Повести и рассказы
Шрифт:
ЗАМЕТКИ СОЧИНИТЕЛЯ
Ребят, да и взрослых тоже, часто занимает вопрос, насколько соответствует действительности то, что описано в книге. Обычно читатели с большим почтением относятся к тому автору, который может представить гарантии, что его произведение точно отражает тот или иной факт жизни. И наоборот — если выяснится, что ты что-то сочинил от себя, это воспринимается без особого энтузиазма.
Помню себя в сочинительстве очень рано. Сочинительство было какой-то могучей болезнью, которая меня одолела. Например, я всерьез был уверен, что сны, которые вижу, я сам себе сочиняю. Сочинительство доставляло мне в детстве не только радости, но и неприятности. Одно время я был известен у себя во дворе как хороший пересказчик книг. Читать я начал рано и читал много, и вот бывало, где-нибудь в подвале, на чердаке, словом, в каком-нибудь особо романтическом месте, я взахлеб пересказывал
Шутки шутками, а игра фантазии так же необходима в детстве, как спорт. В ней тренируется воображение как в борьбе или беге тренируются мышцы.
Особый вкус к сочинительству привил мне, пожалуй, двоюродный брат, который, будучи старше меня лет на двенадцать, казалось, не замечал этой разницы и любил играть со мной, как равный. Он играл со мной в такую игру, как будто он капитан корабля, а я юнга, но почему-то нахожусь на каком-то острове, куда он пишет мне письма. Как жаль, что ни одно из них не сохранилось! Сколько было в тех письмах живого интереса к моим делам, сколько веселых подробностей, как много полезных вещей узнавал я из них… А главное, они подталкивали мое воображение к сочинению ответных писем, и я сочинял их, громоздя ошибку на ошибку…

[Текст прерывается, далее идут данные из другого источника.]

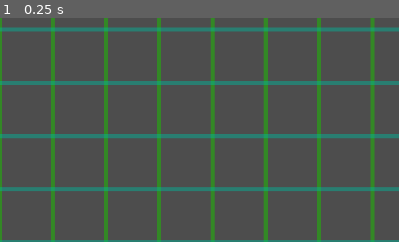
Above: before the commit, frame 1.
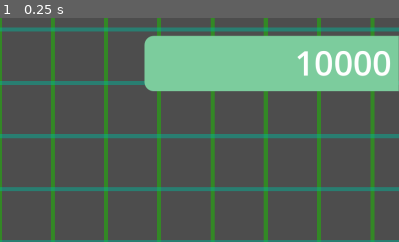
Above: after the commit, the same moment.

Repository: icebear-mc/Genesis
Game: Godot game, scene res://scenes/world.tscn
Same seed, same stepped clock (60 frames per second), same inputs: the game is played once before the commit and once after it. The engine's default icon, where the game draws it, is replaced by a stand-in: a white triangle on a blue panel in a dark square.
Inputs:
- Up to frame 1 (0.25 s): no input
The pictures show only the part of the screen within x 50-100%, y 0-50%; the shares and areas given below are measured in that part.

The runs differ from the first frame. In frame 1, 16% of the frame differs, in the area x 36-100%, y 8-33%.

Commit message:
hotfix 2
lol

Diff:
--- /dev/null
+++ b/assets/icons/factory.svg
@@ -0,0 +1,10 @@
+<?xml version="1.0" encoding="UTF-8" standalone="no"?>
+<!DOCTYPE svg PUBLIC "-//W3C//DTD SVG 1.1//EN" "http://www.w3.org/Graphics/SVG/1.1/DTD/svg11.dtd">
+<svg width="100%" height="100%" viewBox="0 0 120 120" version="1.1" xmlns="http://www.w3.org/2000/svg" xmlns:xlink="http://www.w3.org/1999/xlink" xml:space="preserve" xmlns:serif="http://www.serif.com/" style="fill-rule:evenodd;clip-rule:evenodd;stroke-linejoin:round;stroke-miterlimit:2;">
+    <g transform="matrix(1.100946,0,0,1.100946,-19.563681,-34.70939)">
+        <circle cx="72.268" cy="86.025" r="54.499" style="fill:rgb(215,247,235);fill-opacity:0.97;"/>
+    </g>
+    <g transform="matrix(1,0,0,1,-12.268468,-26.025464)">
+        <circle cx="72.268" cy="86.025" r="54.499" style="fill:rgb(219,255,242);"/>
+    </g>
+</svg>
--- a/project.godot
+++ b/project.godot
@@ -11,7 +11,7 @@
 [application]
 
 config/name="Genesis"
-config/version="0.2.6"
+config/version="0.3.0"
 run/main_scene="uid://cxwoig5vohwof"
 config/features=PackedStringArray("4.6", "GL Compatibility")
 boot_splash/bg_color=Color(0, 0.50980395, 0.70980394, 1)
@@ -22,7 +22,7 @@
 Vars="*uid://crvfafrk7pffb"
 Funcs="*uid://53cg7sf0xhhq"
 Grid="*uid://dt6rltthqg5b1"
-LogicSys="*uid://bdaqeldhgbc1c"
+LogicSysFactory="*uid://bdaqeldhgbc1c"
 
 [display]
 
--- a/scenes/factory.tscn
+++ b/scenes/factory.tscn
@@ -1,21 +1,21 @@
 [gd_scene format=3 uid="uid://i1llvpr4t60a"]
 
 [ext_resource type="Script" uid="uid://birg1r62jnneh" path="res://scripts/factory.gd" id="1_lmr8u"]
-[ext_resource type="Texture2D" uid="uid://j5ukrupxctof" path="res://assets/icons/icon.svg" id="2_1adwy"]
+[ext_resource type="Texture2D" uid="uid://df154p8hu0k6y" path="res://assets/icons/factory.svg" id="2_lmr8u"]
 
-[sub_resource type="RectangleShape2D" id="RectangleShape2D_lmr8u"]
-size = Vector2(130, 126)
+[sub_resource type="CircleShape2D" id="CircleShape2D_1adwy"]
+radius = 61.03278
 
 [node name="Factory" type="Node2D" unique_id=1785093742 groups=["BuildingsToSave"]]
 script = ExtResource("1_lmr8u")
 
 [node name="Icon" type="Sprite2D" parent="." unique_id=263640437]
-texture = ExtResource("2_1adwy")
+texture = ExtResource("2_lmr8u")
 
 [node name="AreaBox" type="Area2D" parent="." unique_id=867176720]
 
 [node name="Collision" type="CollisionShape2D" parent="AreaBox" unique_id=1597121610]
-shape = SubResource("RectangleShape2D_lmr8u")
+shape = SubResource("CircleShape2D_1adwy")
 
 [connection signal="mouse_entered" from="AreaBox" to="." method="_on_area_2d_mouse_entered"]
 [connection signal="mouse_exited" from="AreaBox" to="." method="_on_area_2d_mouse_exited"]
--- /dev/null
+++ b/scenes/money_label.gd
@@ -0,0 +1,13 @@
+extends Label
+
+
+
+
+# Called when the node enters the scene tree for the first time.
+func _ready() -> void:
+	pass # Replace with function body.
+
+
+# Called every frame. 'delta' is the elapsed time since the previous frame.
+func _process(delta: float) -> void:
+	text = str(Vars.money)
--- a/scenes/top_menu.tscn
+++ b/scenes/top_menu.tscn
@@ -2,7 +2,8 @@
 
 [ext_resource type="Script" uid="uid://uqbdxob58yky" path="res://scripts/save_map.gd" id="1_uxvdx"]
 [ext_resource type="Script" uid="uid://duie1iy7h6onq" path="res://scripts/load_map.gd" id="2_taxde"]
-[ext_resource type="Script" uid="uid://cnuahpnw7c6db" path="res://scenes/clear_map.gd" id="3_w6ndt"]
+[ext_resource type="Script" uid="uid://cnuahpnw7c6db" path="res://scripts/clear_map.gd" id="3_w6ndt"]
+[ext_resource type="Script" uid="uid://b5l7n5kgidr3e" path="res://scenes/money_label.gd" id="4_x4jqx"]
 
 [sub_resource type="StyleBoxFlat" id="StyleBoxFlat_taxde"]
 bg_color = Color(0.4862745, 0.8, 0.6156863, 1)
@@ -30,6 +31,16 @@
 offset_top = 43.63636
 offset_right = 346.36362
 offset_bottom = 104.09091
+scale = Vector2(2, 2)
+size_flags_horizontal = 4
+theme_override_styles/panel = SubResource("StyleBoxFlat_taxde")
+
+[node name="BackgroundPanel2" type="Panel" parent="." unique_id=1146037344]
+offset_left = 1744.5454
+offset_top = 160.0
+offset_right = 2022.3141
+offset_bottom = 220.45454
+rotation = 3.1415927
 scale = Vector2(2, 2)
 size_flags_horizontal = 4
 theme_override_styles/panel = SubResource("StyleBoxFlat_taxde")
@@ -84,6 +95,17 @@
 theme_override_font_sizes/font_size = 22
 text = "Genesis CB"
 
+[node name="Label" type="Label" parent="." unique_id=324546865]
+offset_left = 1221.8181
+offset_top = 46.363636
+offset_right = 1729.8181
+offset_bottom = 148.36365
+theme_override_font_sizes/font_size = 74
+text = "00000000000"
+horizontal_alignment = 2
+vertical_alignment = 1
+script = ExtResource("4_x4jqx")
+
 [connection signal="mouse_entered" from="SaveMap" to="SaveMap" method="_on_mouse_entered"]
 [connection signal="mouse_exited" from="SaveMap" to="SaveMap" method="_on_mouse_exited"]
 [connection signal="pressed" from="SaveMap" to="SaveMap" method="_on_pressed"]
--- a/scripts/factory.gd
+++ b/scripts/factory.gd
@@ -1,11 +1,23 @@
 extends Node2D
 
 var hovered = false
+var can_produce = true
 
 
 func _process(delta: float) -> void:
 	if Input.is_action_just_pressed("del_node") and hovered and Vars.can_place_buildings:
 		queue_free()
+
+func process_frame():
+	if not can_produce:
+		return
+
+	LogicSysFactory.consume_energy()
+	LogicSysFactory.produce()
+
+	can_produce = false
+	await get_tree().create_timer(1.0).timeout
+	can_produce = true
 
 func _ready() -> void:
 
--- a/scripts/globals/classes/buildings_base.gd
+++ b/scripts/globals/classes/buildings_base.gd
@@ -4,3 +4,10 @@
 var energy_level: int
 var producing_resource: String
 var building_name: String
+var building_to_load: PackedScene
+var price: int
+
+func spawn(position_to_spawn: Vector2, world:Node2D):
+	var building_instance = building_to_load.instantiate()
+	building_instance.position = position_to_spawn
+	world.add_child(building_instance)
--- a/scripts/globals/classes/custom/factory.gd
+++ b/scripts/globals/classes/custom/factory.gd
@@ -5,3 +5,5 @@
 	energy_level = 1
 	producing_resource = "money"
 	building_name = "Factory"
+	building_to_load = preload("res://scenes/factory.tscn")
+	price = 20
--- a/scripts/globals/global_var.gd
+++ b/scripts/globals/global_var.gd
@@ -2,4 +2,4 @@
 
 var can_place_buildings = true
 var energy = 50000
-var money = 0
+var money = 10000
--- a/scripts/globals/logic_sys.gd
+++ /dev/null
@@ -1,25 +0,0 @@
-extends Node
-
-func produce(resource):
-	match resource:
-		"money":
-			Vars.money += 1
-
-	print(Vars.money)
-
-func consume_energy(building_level: int):
-	match building_level:
-		0:
-			Vars.energy -= 0
-		1:
-			Vars.energy -= 3
-		2:
-			Vars.energy -= 5
-		3:
-			Vars.energy -= 8
-
-
-func define_factory_logic() -> void:
-	print("Factory Logic assemmbled succesful!")
-	produce("money")
-	consume_energy(0)
--- /dev/null
+++ b/scripts/globals/logic_sys_factory.gd
@@ -0,0 +1,24 @@
+extends Node
+
+var factory = Factory.new()
+
+func produce():
+	Vars.money += 1
+
+	print(Vars.money)
+
+func consume_energy():
+	match factory.energy_level:
+		0:
+			Vars.energy -= 0
+		1:
+			Vars.energy -= 3
+		2:
+			Vars.energy -= 5
+		3:
+			Vars.energy -= 8
+
+func update(cooldown: float) -> void:
+	produce()
+	consume_energy()
+	await get_tree().create_timer(cooldown).timeout
--- a/scripts/world.gd
+++ b/scripts/world.gd
@@ -1,17 +1,12 @@
 extends Node2D
 
-var Factory := preload("res://scenes/factory.tscn")
+var factory = Factory.new()
 
 
 
 func _ready() -> void:
 	pass
 
-func spawn_factory(position: Vector2):
-	var factory_instance = Factory.instantiate()
-	factory_instance.position = position
-	add_child(factory_instance)
-
 func _process(delta: float) -> void:
 	if Input.is_action_just_pressed("summon_node") and Vars.can_place_buildings:
-		spawn_factory(Funcs.snap_to_grid(get_global_mouse_position()))
+		factory.spawn(Funcs.snap_to_grid(get_global_mouse_position()), $".")
Not shown, added: assets/icons/factory.svg.import
Not shown, added: scenes/money_label.gd.uid
Renamed: scenes/clear_map.gd -> scripts/clear_map.gd
Renamed: scenes/clear_map.gd.uid -> scripts/clear_map.gd.uid
Renamed: scripts/globals/logic_sys.gd.uid -> scripts/globals/logic_sys_factory.gd.uid
Not shown, added: assets/project_data/Factory.af
Not shown, added: scenes/world.tscn1175786151.tmp
Not shown, added: scenes/world.tscn1229863350.tmp
Not shown, added: scenes/world.tscn1330859926.tmp
Not shown, added: scenes/world.tscn1344784467.tmp
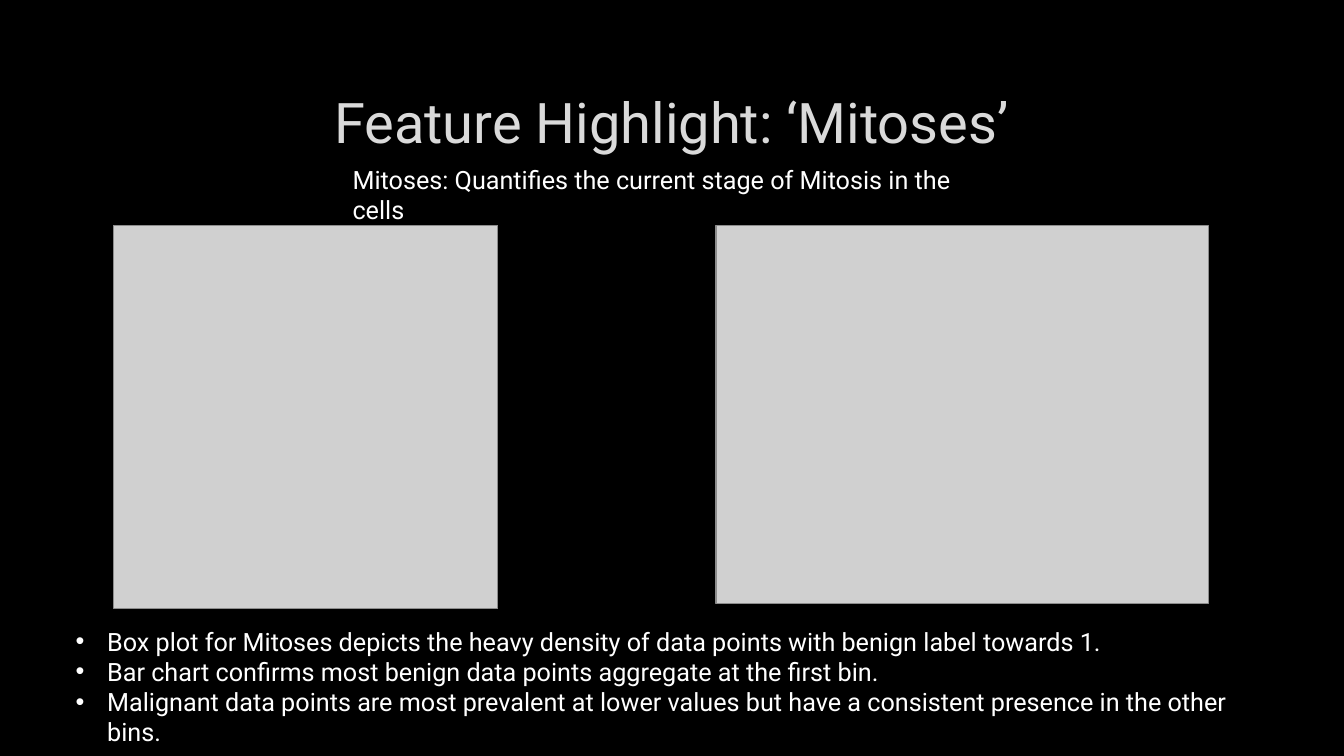
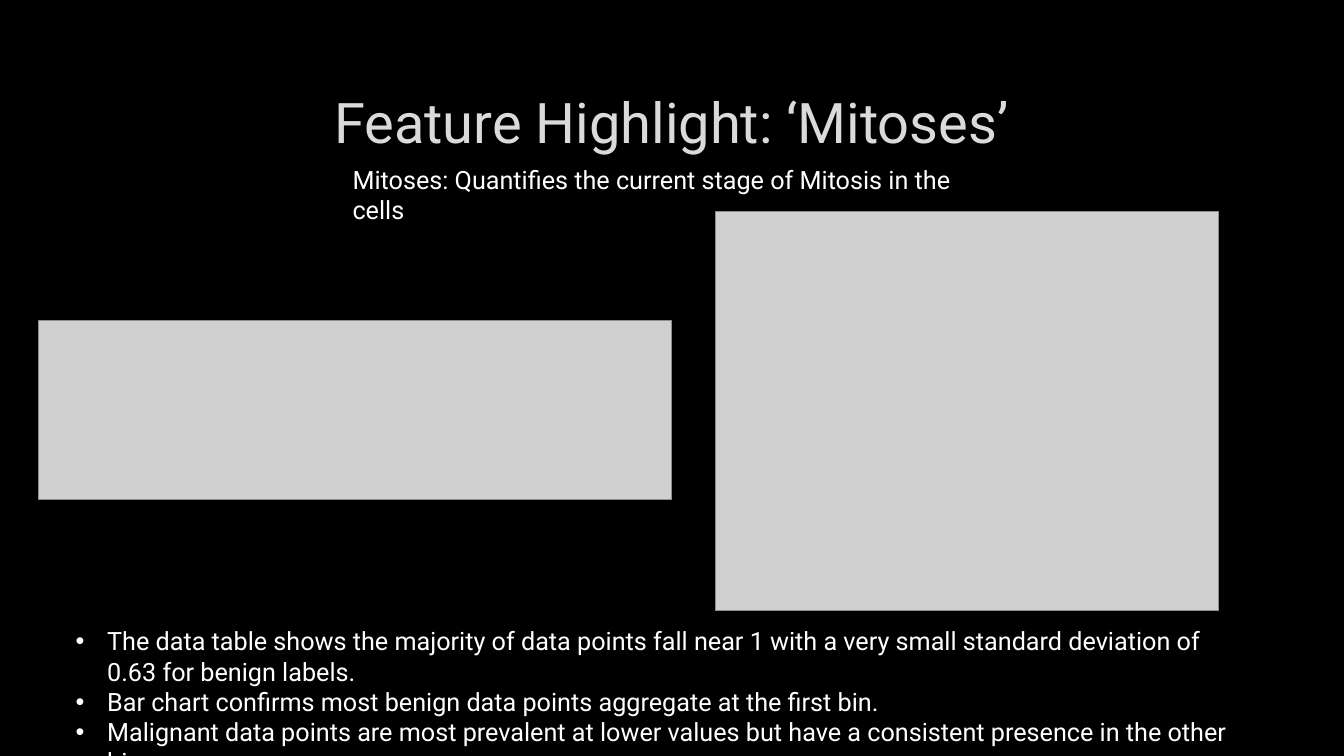
Before and after one commit to MDesai31/DS_Capstone_Breast_Cancer_Prediction, a slide deck: slide 6 of BC_Capstone_Presentation.pptx. Drawn at 1344x756 pixels with LibreOffice and Linux fonts; fonts in the diff are those of the drawing; grey boxes stand for pictures; background and template pictures are left out. Boxes give left, top, right and bottom in pixels: in the first picture for what was removed or moved away, otherwise in the second. Text is boxed around its words. In the diff, an @@ line names an element or a change of style, - is before the commit and + after.

Commit message:
Plot edits

```diff
--- a/BC_Capstone_Presentation.pptx
+++ b/BC_Capstone_Presentation.pptx
@@ picture removed at [114,225,498,609] @@
@@ picture: place and size @@
-picture at [716,225,1208,603]
+picture at [716,212,1219,611]
@@ picture added at [38,321,671,499] @@
@@ text at [107,631,1200,687]: text changed @@
-• Box plot for Mitoses depicts the heavy density of data points with benign label towards 1.
+• The data table shows the majority of data points fall near 1 with a very small standard deviation of 0.63 for benign labels.
```
Also in this commit, not shown: 3 other slides changed, 1 other file.

Однажды брат взял меня с собой на прогулку. Мы зашли в какой-то дом (столько лет прошло, но мне кажется, я узнаю этот дом, проходя по улице Пестеля!..), поднялись на верхний этаж. Нам открыла женщина в мягком белом платке, она курила длинную папиросу. Мы вошли в большую комнату, ярко освещенную солнцем. Там стояла пишущая машинка, и я понял, что эта женщина только что печатала на ней. Они о чем-то говорили с моим братом, смеялись, а я всё смотрел на машинку, такую высокую, красивую, под названием «Ундервуд». Потом женщина стала показывать нам рассказ, который сочинил и сам напечатал на машинке ее брат, школьник, немногим старше меня. Мне дали в руки листок с рассказом. Рассказ занимал треть листка. Я читал его со жгучей завистью. Завидовал я не только тому, что этот мальчик из самых простых слов сложил нечто про зиму, снег, солнце и лыжи, а главное, тому, что он сам напечатал всё это на машинке. Я пришел домой и стал писать рассказ за рассказом, один хуже другого, но у меня не было пишущей машинки, и я переписывал свои рассказы мелкими печатными буковками, стараясь, чтоб они были похожи на машинные. Этот незначительный, казалось бы, эпизод сыграл в моей жизни важную роль. Я никогда не видел воочию того мальчика, но часто представлял его себе и придумывал его жизнь, жизнь счастливца, обладающего сверкающим машинным чудом. Вполне возможно, если б я познакомился с этим мальчиком, я разочаровался бы в нем, и всё построение, сочиненное мною, рухнуло бы, и одновременно я лишился бы одного из источников сочинительства, каким оказался для меня этот мальчик и его незнакомая мне жизнь…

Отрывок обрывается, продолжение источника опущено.